The researchers also offered a practical ratio for everyday campaigns: use AI to generate 70% of content, with 30% created by humans — balancing efficiency and quality. But in sensitive sectors like healthcare and finance, the human share should go up. Brand warmth and credibility matter far more than efficiency in those settings.
Platform differences matter too. Xiaohongshu and Douyin are visually driven — AI-generated polished images and videos thrive there. Weibo(China's Twitter-like platform)and Zhihu(a Quora-like Q&A community)reward interaction and information density; AI-generated long-form needs human semantic review to reduce the risk of backfiring.
One last thing: when you should label, label. Proactively marking "AI-generated content" sounds like it would reduce appeal, but it's actually building trust. Transparent source-labeling is a signal of brand honesty in the AI era. Getting caught hiding it — the cost of a trust collapse is far greater than the cost of coming clean.
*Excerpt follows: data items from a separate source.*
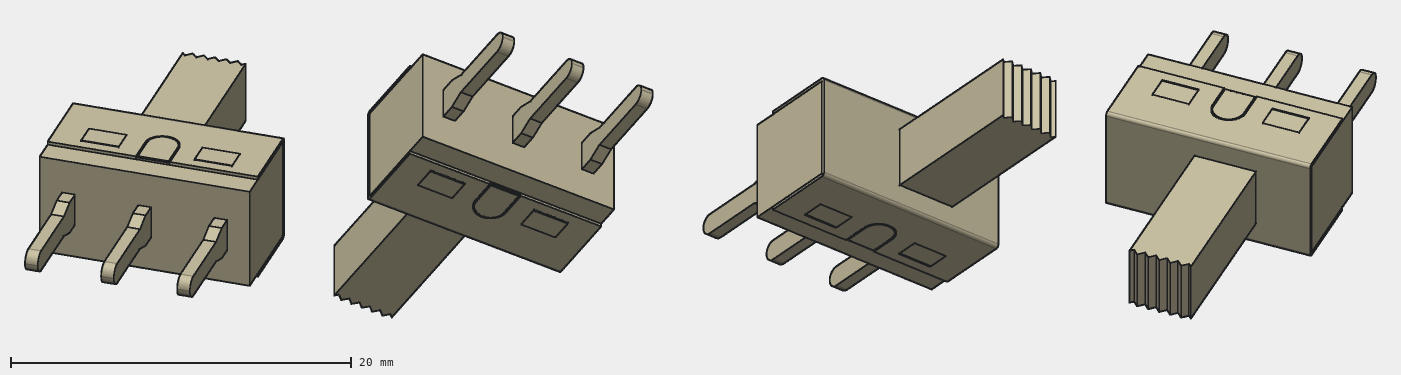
import cadquery as cq


total_length = 23.3
body_width = 13.0
body_height = 6.8
pin_length = 6.92

sheet = 0.2
cover_back = 6.38
cover_edge = 1.5
bend_radius = 0.2

base_back = cover_back - sheet
base_height = body_height - 2 * sheet

latch_width = 2.33
latch_length = 1.51
latch_spacing = 7.01
latch_edge = 2.2
latch_bevel = 0.07

key_width = 2.07
key_length = 2.8
rim_step = 0.07

pin_count = 3
pin_pitch = 4.7
pin_thickness = 0.8
root_height = 2.05
root_length = 1.0
taper_end = 2.05
blade_height = 1.33
tip_radius = 0.65

tooth_count = 5
tooth_pitch = 0.7
tooth_depth = tooth_pitch / 2
side_tooth = 0.2
handle_width = tooth_count * tooth_pitch + 2 * side_tooth
handle_height = 3.87
handle_offset = -1.1
handle_end = total_length - pin_length


def block(width, y_start, y_end, height):
    """A box centred on X and Z between two Y positions."""
    return (
        cq.Workplane("XY")
        .box(width, y_end - y_start, height, centered=(True, False, True))
        .translate((0, y_start, 0))
    )


def make_latches():
    """Both pairs of latches, running through the full height of the body."""
    latch = block(latch_width, latch_edge, latch_edge + latch_length, body_height)
    latch = latch.faces("<Y").edges("|X").chamfer(latch_bevel)
    left = latch.translate((-latch_spacing / 2, 0, 0))
    right = latch.translate((latch_spacing / 2, 0, 0))
    return left.union(right)


def round_ended_block(inset, height):
    """A block with one round end, its outline drawn in from the notch by the inset."""
    half_width = key_width / 2 - inset
    flat_end = cover_edge + inset
    round_end = cover_edge + key_length - inset
    arc_start = round_end - half_width
    return (
        cq.Workplane("XY")
        .workplane(offset=-height / 2)
        .moveTo(-half_width, flat_end)
        .lineTo(half_width, flat_end)
        .lineTo(half_width, arc_start)
        .threePointArc((0, round_end), (-half_width, arc_start))
        .close()
        .extrude(height)
    )


def make_keys():
    """Both keys as one block through the full height, with a small step round each rim."""
    stepped_height = body_height - 2 * rim_step
    return round_ended_block(0, stepped_height).union(round_ended_block(rim_step, body_height))


def make_pin():
    """A flat pin that tapers from its root to a round-ended blade."""
    root = root_height / 2
    blade = blade_height / 2
    return (
        cq.Workplane("YZ")
        .workplane(offset=-pin_thickness / 2)
        .moveTo(0, root)
        .lineTo(-root_length, root)
        .lineTo(-taper_end, blade)
        .lineTo(-pin_length, blade)
        .lineTo(-pin_length, -blade)
        .lineTo(-taper_end, -blade)
        .lineTo(-root_length, -root)
        .lineTo(0, -root)
        .close()
        .extrude(pin_thickness)
        .faces("<Y")
        .edges("|X")
        .fillet(tip_radius)
    )


def make_base():
    """The moulded block with its latches, keys and pins."""
    base = block(body_width, 0, base_back, base_height)
    base = base.union(make_latches()).union(make_keys())
    for index in range(pin_count):
        pin_x = (index - (pin_count - 1) / 2) * pin_pitch
        base = base.union(make_pin().translate((pin_x, 0, 0)))
    return base


def make_cover():
    """The sheet folded round the base, with windows, notches and a hole for the handle."""
    cover = block(body_width, cover_edge, cover_back, body_height)
    cover = cover.faces(">Y").edges("|X").fillet(bend_radius)
    cover = cover.cut(block(body_width, 0, base_back, base_height))
    window = block(latch_width, latch_edge, latch_edge + latch_length, body_height)
    for side in (-1, 1):
        cover = cover.cut(window.translate((side * latch_spacing / 2, 0, 0)))
    cover = cover.cut(round_ended_block(0, body_height))
    handle_hole = block(handle_width, base_back, cover_back, handle_height)
    return cover.cut(handle_hole.translate((handle_offset, 0, 0)))


def make_handle():
    """The handle, standing on the base, with V-grooves across its free end."""
    half_width = handle_width / 2
    valley_y = handle_end - tooth_depth
    first_valley = -half_width + side_tooth
    outline = [
        (half_width, base_back),
        (-half_width, base_back),
        (-half_width, valley_y + side_tooth),
        (first_valley, valley_y),
    ]
    for tooth in range(tooth_count):
        valley_x = first_valley + tooth * tooth_pitch
        outline.append((valley_x + tooth_pitch / 2, handle_end))
        outline.append((valley_x + tooth_pitch, valley_y))
    outline.append((half_width, valley_y + side_tooth))
    return (
        cq.Workplane("XY")
        .workplane(offset=-handle_height / 2)
        .polyline(outline)
        .close()
        .extrude(handle_height)
        .translate((handle_offset, 0, 0))
    )


base = make_base()
cover = make_cover()
handle = make_handle()

result = cq.Compound.makeCompound([base.val(), cover.val(), handle.val()])

Back to That Post That Almost Made Me Buy
On my way home from work that day, I opened Xiaohongshu again and glanced at that AI coffee-machine seeding post.
The visuals really were pretty. The copy really was fun. The comments really did have people praising it.
It had assembled the three strongest keys. No wonder I almost bought.
But in the end I didn't — because I paged down to the fifth screen of comments and saw someone write, "the real thing looks nothing like the photos."
Word-of-mouth can build trust, and word-of-mouth can also destroy it.
That's the real predicament of AI marketing content: AI can help you get the content to 90 points, but whether the consumer ultimately trusts it and buys comes down to the last 10. And those last 10 are usually not in AI's hands.
What 348 people told us through their surveys boils down to one line:
AI's job is to make you stop and look. But what makes you open your wallet is always those three little words: is it worth it.